В конце концов мне придется снова паковать чемоданы, но шлейф «преступницы» потянется за мной, куда бы я ни уехала, ведь при поступлении на новое место на меня прежде всего запросят характеристику с предыдущего местожительства.
И я решила бороться.
– Товарищи, можно сказать? – спросила я, постаравшись придать голосу твердости.
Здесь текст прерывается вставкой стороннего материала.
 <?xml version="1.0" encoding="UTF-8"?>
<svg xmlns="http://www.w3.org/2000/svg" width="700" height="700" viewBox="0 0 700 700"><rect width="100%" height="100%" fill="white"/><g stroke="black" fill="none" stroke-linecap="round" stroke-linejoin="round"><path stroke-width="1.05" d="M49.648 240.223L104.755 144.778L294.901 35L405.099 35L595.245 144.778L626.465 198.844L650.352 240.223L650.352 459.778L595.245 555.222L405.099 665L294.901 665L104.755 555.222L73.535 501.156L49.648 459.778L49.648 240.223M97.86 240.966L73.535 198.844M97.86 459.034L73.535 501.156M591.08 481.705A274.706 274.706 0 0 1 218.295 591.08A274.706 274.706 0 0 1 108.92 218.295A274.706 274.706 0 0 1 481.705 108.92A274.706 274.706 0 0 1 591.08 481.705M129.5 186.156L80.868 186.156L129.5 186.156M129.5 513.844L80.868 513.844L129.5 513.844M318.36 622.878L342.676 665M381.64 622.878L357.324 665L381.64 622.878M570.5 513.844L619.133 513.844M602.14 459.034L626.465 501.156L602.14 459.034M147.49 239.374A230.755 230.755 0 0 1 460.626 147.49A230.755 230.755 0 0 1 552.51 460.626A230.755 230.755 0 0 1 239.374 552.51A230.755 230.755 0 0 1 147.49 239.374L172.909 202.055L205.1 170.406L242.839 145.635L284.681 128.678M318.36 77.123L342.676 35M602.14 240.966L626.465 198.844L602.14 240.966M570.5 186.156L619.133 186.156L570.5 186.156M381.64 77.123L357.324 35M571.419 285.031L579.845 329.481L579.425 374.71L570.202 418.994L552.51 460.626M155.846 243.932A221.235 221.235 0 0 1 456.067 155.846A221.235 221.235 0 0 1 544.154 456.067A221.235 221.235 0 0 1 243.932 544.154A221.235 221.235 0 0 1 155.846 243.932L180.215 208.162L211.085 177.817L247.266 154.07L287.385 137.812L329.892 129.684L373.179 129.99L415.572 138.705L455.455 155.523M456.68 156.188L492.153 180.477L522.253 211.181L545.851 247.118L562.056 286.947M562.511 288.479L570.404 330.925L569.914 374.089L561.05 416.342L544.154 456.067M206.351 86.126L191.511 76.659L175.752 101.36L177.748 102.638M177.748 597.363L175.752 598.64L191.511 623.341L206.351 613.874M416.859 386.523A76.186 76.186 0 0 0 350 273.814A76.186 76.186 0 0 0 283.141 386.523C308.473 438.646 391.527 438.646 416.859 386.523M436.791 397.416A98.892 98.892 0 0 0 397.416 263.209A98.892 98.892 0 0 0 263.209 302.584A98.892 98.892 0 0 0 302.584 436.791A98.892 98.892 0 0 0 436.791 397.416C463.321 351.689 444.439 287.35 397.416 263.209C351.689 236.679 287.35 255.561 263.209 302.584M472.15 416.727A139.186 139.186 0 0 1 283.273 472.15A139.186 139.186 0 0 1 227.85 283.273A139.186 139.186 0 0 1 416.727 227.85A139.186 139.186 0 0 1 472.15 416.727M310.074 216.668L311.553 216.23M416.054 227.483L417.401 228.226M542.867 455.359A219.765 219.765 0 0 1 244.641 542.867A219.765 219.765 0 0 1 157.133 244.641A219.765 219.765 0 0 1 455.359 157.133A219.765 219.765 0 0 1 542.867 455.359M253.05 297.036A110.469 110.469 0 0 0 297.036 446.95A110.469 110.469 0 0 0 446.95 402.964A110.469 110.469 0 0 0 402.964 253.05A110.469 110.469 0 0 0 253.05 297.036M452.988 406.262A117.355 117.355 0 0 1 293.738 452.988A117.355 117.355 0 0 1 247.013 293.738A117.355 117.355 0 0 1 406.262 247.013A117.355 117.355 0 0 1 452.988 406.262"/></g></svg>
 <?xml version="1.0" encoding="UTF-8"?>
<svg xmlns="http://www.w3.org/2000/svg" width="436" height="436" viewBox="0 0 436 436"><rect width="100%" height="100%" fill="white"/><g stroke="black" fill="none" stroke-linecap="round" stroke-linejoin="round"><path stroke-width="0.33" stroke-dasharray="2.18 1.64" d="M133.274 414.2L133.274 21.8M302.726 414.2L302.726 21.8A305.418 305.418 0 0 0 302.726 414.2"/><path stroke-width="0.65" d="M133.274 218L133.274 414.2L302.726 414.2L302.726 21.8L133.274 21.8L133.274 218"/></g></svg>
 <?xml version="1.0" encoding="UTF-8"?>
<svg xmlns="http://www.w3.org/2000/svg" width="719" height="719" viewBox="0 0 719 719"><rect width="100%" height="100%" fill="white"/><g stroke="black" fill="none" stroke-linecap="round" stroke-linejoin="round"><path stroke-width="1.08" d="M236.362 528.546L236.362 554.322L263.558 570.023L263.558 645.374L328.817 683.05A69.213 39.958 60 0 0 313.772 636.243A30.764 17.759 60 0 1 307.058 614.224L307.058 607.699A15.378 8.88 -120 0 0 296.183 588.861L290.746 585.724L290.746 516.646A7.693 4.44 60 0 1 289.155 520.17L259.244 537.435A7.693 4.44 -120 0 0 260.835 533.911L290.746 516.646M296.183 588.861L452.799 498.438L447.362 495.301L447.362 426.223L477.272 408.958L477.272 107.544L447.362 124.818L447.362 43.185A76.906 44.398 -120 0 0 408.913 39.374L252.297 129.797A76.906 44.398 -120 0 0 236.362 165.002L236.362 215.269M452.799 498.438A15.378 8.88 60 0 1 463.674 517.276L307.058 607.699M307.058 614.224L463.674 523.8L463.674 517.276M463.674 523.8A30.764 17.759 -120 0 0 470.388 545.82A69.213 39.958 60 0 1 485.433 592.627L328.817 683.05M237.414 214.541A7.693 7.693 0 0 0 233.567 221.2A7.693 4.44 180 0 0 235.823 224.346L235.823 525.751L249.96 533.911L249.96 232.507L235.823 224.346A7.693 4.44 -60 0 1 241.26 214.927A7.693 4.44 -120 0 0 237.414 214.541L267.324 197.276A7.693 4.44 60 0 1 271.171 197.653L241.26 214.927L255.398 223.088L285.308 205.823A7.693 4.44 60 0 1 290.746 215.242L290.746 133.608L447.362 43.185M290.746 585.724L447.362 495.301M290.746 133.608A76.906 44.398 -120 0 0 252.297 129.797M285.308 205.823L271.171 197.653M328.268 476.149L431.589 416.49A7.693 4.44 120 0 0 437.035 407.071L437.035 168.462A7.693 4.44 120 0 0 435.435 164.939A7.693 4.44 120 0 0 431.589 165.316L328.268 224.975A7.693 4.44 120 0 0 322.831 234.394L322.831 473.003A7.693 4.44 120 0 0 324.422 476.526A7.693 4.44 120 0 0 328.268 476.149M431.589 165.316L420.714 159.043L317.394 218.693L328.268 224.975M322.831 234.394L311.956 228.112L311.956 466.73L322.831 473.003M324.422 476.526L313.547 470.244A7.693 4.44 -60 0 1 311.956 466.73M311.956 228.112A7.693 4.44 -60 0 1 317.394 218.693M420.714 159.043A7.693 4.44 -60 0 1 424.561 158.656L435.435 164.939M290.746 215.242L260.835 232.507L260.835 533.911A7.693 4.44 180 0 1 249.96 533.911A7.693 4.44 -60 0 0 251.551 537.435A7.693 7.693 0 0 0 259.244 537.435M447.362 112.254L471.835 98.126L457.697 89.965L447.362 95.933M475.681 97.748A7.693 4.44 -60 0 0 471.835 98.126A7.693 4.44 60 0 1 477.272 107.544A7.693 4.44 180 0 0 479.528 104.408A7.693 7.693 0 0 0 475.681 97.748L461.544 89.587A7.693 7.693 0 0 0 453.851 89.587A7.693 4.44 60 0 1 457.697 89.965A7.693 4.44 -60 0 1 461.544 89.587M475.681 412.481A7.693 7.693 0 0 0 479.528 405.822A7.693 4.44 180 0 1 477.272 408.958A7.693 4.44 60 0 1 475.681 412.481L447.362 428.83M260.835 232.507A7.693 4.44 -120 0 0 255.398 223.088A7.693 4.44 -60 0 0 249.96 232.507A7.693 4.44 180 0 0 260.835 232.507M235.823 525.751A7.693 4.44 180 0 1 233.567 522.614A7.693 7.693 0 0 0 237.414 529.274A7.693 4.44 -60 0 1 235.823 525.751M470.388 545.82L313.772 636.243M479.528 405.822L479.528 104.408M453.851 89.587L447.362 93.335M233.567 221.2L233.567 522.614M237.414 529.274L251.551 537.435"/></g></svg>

– Мы вас слушаем, Завьялова.
– Мой проступок несоизмеримо менее тяжкий, чем вы пытаетесь доказать. Я признаю, что воспользовалась помощью Величко, но мое служебное положение тут ни при чем. Она приходила на амбулаторный прием всего один раз, я назначила лечение и после этого не наблюдала ее в качестве пациентки. В магазин я пришла за печеньем, поэтому при себе имела мало денег. Так случилось, что Величко… – Я подняла глаза на Катю, которая сделала отчаянно-умоляющее выражение лица, и я, внезапно осознав, что она не виновата, поспешно перефразировала: —…что в этот день была ее смена, а я вспомнила, что скоро Новый год и надо бы пополнить холодильник. В отдел стояла большая очередь, а мне нужно было вернуться в библиотеку, где я оставила пособия для работы над диссертацией, вот я и попросила Величко в виде исключения обслужить меня вне очереди… В той сумке не было никаких дефицитов, только то, что лежало на витринах. Я сходила домой за деньгами и отдала их по чеку. Неужели вы всерьез считаете, что за это меня нужно исключить из комсомола?